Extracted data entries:
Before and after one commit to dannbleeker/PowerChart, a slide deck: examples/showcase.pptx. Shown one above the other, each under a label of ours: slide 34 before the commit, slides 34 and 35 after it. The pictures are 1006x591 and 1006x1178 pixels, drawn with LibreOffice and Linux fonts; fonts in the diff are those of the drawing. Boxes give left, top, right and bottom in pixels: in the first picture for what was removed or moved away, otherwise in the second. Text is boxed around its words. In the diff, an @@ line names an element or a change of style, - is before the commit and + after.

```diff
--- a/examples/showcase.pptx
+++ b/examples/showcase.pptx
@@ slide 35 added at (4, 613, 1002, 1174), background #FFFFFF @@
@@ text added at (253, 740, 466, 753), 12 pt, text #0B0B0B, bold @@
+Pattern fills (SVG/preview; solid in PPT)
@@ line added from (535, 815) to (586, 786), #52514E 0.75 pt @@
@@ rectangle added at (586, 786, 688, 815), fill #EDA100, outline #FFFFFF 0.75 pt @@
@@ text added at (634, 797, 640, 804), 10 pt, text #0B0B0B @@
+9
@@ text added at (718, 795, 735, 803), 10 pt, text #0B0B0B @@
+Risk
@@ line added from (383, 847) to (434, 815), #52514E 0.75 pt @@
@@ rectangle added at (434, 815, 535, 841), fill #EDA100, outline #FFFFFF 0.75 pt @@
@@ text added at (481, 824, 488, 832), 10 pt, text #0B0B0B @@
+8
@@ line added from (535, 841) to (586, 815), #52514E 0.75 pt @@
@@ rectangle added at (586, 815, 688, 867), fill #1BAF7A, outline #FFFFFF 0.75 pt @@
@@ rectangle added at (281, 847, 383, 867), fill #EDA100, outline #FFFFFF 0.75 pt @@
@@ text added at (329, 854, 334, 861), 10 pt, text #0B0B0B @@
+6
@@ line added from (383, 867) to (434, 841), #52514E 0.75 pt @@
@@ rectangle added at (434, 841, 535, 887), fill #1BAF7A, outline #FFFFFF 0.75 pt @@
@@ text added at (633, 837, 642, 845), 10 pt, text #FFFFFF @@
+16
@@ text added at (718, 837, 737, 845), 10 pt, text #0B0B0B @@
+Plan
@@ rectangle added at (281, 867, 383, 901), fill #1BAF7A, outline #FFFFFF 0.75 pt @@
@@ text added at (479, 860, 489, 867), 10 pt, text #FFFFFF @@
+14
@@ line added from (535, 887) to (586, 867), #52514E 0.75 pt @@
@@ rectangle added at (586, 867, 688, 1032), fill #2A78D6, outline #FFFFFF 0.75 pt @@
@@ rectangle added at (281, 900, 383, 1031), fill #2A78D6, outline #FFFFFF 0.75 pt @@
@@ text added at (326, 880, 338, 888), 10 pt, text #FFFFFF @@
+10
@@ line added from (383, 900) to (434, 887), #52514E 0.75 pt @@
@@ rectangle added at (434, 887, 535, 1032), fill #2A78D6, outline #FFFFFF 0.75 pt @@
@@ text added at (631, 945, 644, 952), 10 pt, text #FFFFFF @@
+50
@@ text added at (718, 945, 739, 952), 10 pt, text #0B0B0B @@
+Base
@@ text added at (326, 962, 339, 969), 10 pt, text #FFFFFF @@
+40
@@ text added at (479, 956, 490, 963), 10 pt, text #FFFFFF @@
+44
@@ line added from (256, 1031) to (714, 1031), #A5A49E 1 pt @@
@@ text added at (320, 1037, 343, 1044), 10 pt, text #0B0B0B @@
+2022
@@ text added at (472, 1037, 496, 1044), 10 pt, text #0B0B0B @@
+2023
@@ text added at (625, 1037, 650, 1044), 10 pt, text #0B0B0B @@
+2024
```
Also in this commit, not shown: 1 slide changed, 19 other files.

...

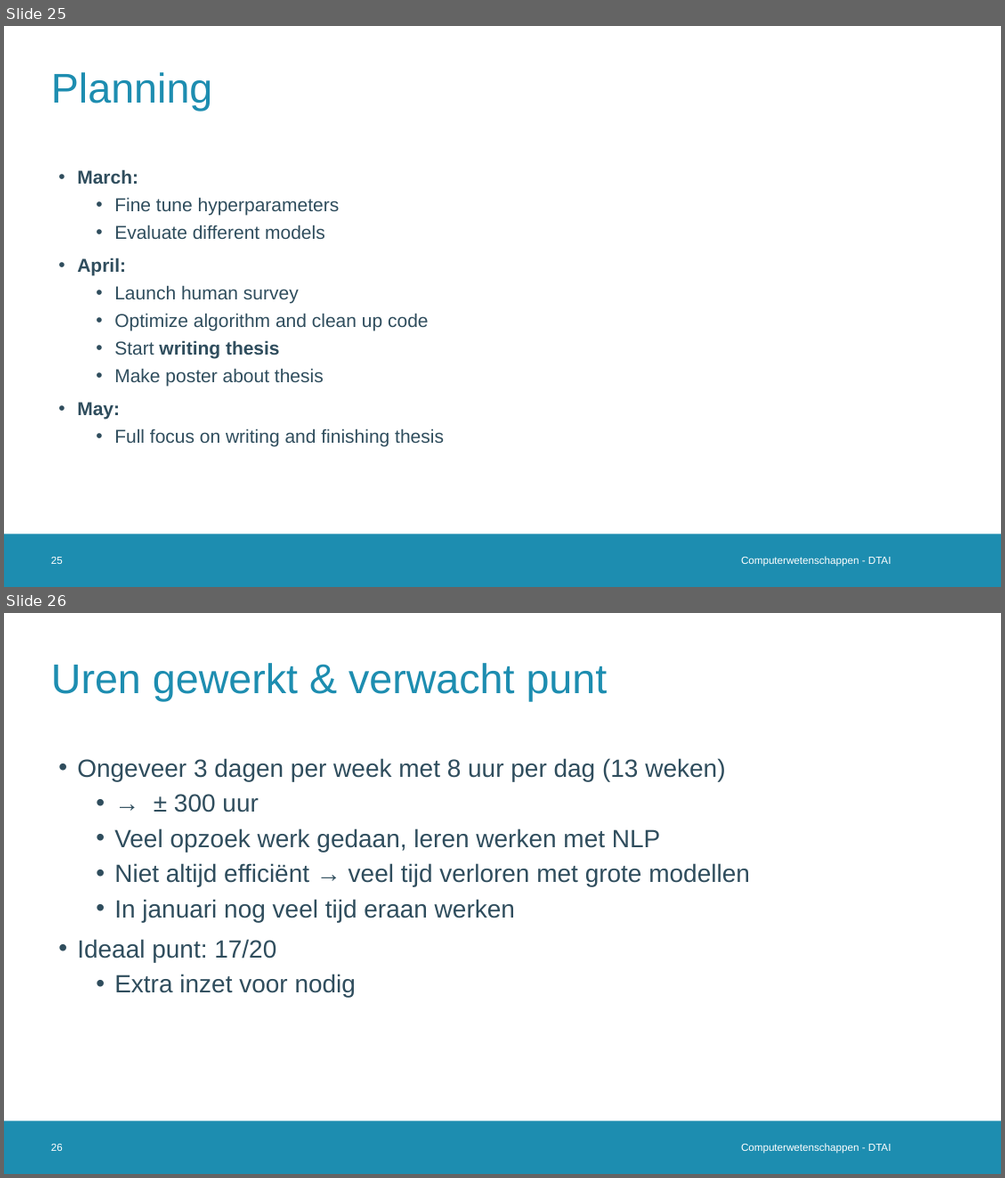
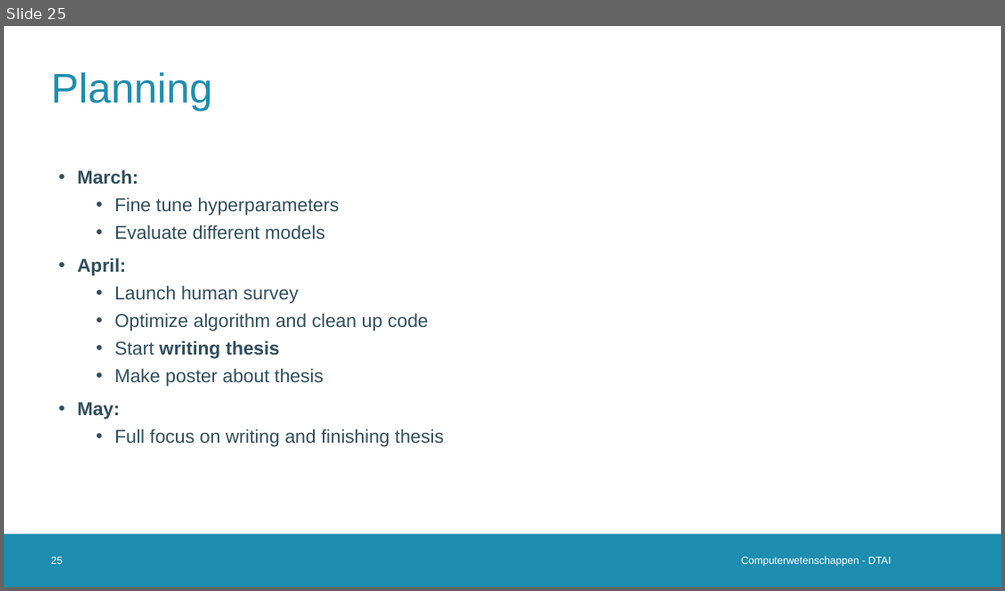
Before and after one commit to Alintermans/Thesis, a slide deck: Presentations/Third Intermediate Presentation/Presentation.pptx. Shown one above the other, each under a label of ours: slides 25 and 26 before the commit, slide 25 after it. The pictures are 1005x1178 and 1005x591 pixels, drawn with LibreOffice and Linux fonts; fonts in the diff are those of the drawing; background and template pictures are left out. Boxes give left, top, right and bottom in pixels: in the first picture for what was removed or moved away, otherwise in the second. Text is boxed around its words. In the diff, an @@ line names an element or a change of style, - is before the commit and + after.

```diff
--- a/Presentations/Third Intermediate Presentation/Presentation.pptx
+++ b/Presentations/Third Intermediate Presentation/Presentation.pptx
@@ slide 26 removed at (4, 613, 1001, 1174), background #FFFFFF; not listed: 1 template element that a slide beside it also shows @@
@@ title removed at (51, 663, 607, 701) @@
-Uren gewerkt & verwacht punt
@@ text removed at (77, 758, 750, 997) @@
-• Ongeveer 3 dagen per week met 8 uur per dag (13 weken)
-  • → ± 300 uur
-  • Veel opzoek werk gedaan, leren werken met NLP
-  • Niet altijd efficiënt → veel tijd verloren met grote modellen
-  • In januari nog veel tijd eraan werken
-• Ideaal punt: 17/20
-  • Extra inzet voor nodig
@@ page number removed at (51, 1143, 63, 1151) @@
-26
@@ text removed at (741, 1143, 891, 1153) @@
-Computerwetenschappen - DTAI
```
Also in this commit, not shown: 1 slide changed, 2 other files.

---

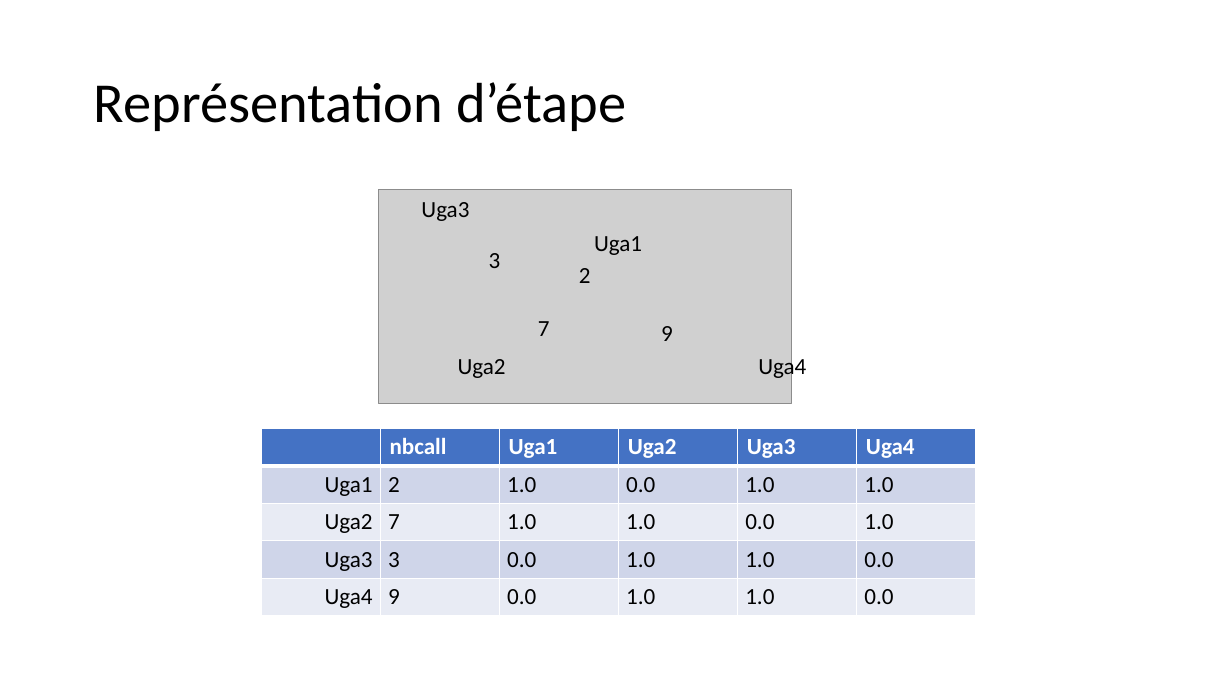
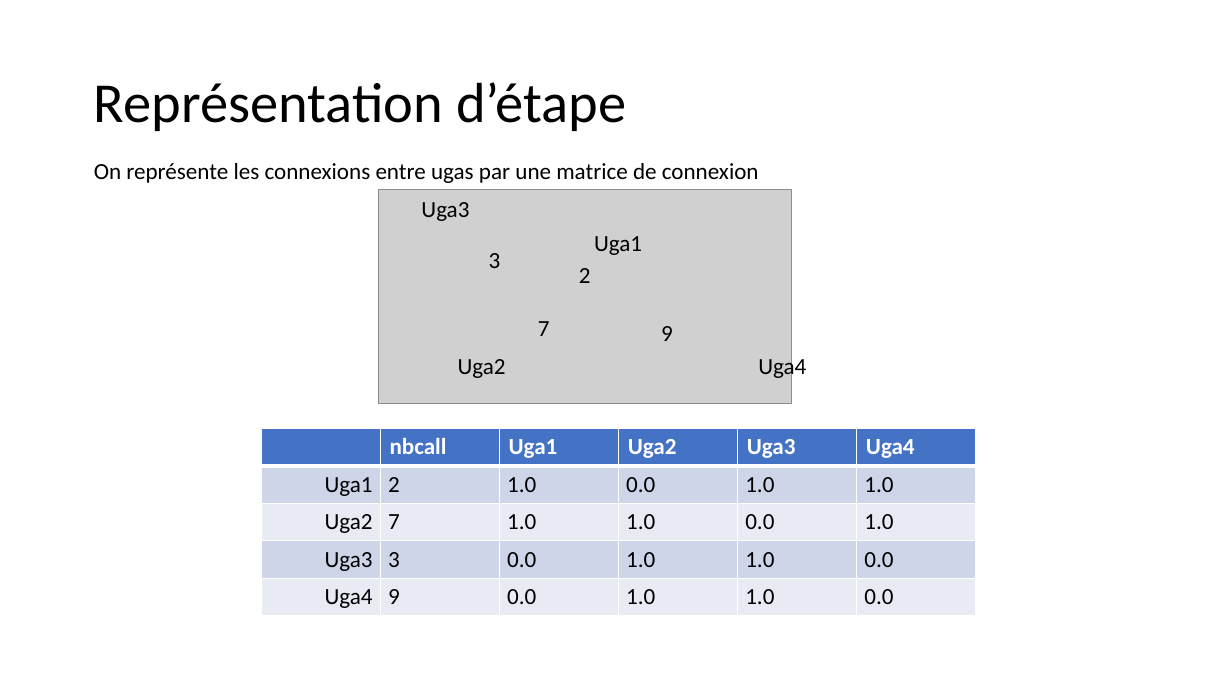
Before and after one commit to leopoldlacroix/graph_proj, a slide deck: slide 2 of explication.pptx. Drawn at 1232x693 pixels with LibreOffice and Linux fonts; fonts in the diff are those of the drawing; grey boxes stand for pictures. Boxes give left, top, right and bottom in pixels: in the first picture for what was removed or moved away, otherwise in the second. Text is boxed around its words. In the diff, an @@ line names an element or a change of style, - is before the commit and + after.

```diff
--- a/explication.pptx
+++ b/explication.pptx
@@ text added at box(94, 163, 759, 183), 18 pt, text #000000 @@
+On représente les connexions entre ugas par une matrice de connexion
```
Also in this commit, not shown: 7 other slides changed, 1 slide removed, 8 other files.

## Exercise aim
Among the records above, find the lines where the word "what" appears and copy them.

## Solution to this task
Before and after one commit to dannbleeker/PowerChart, a slide deck: examples/showcase.pptx. Shown one above the other, each under a label of ours: slide 34 before the commit, slides 34 and 35 after it. The pictures are 1006x591 and 1006x1178 pixels, drawn with LibreOffice and Linux fonts; fonts in the diff are those of the drawing. Boxes give left, top, right and bottom in pixels: in the first picture for what was removed or moved away, otherwise in the second. Text is boxed around its words. In the diff, an @@ line names an element or a change of style, - is before the commit and + after.
Before and after one commit to Alintermans/Thesis, a slide deck: Presentations/Third Intermediate Presentation/Presentation.pptx. Shown one above the other, each under a label of ours: slides 25 and 26 before the commit, slide 25 after it. The pictures are 1005x1178 and 1005x591 pixels, drawn with LibreOffice and Linux fonts; fonts in the diff are those of the drawing; background and template pictures are left out. Boxes give left, top, right and bottom in pixels: in the first picture for what was removed or moved away, otherwise in the second. Text is boxed around its words. In the diff, an @@ line names an element or a change of style, - is before the commit and + after.
Before and after one commit to leopoldlacroix/graph_proj, a slide deck: slide 2 of explication.pptx. Drawn at 1232x693 pixels with LibreOffice and Linux fonts; fonts in the diff are those of the drawing; grey boxes stand for pictures. Boxes give left, top, right and bottom in pixels: in the first picture for what was removed or moved away, otherwise in the second. Text is boxed around its words. In the diff, an @@ line names an element or a change of style, - is before the commit and + after.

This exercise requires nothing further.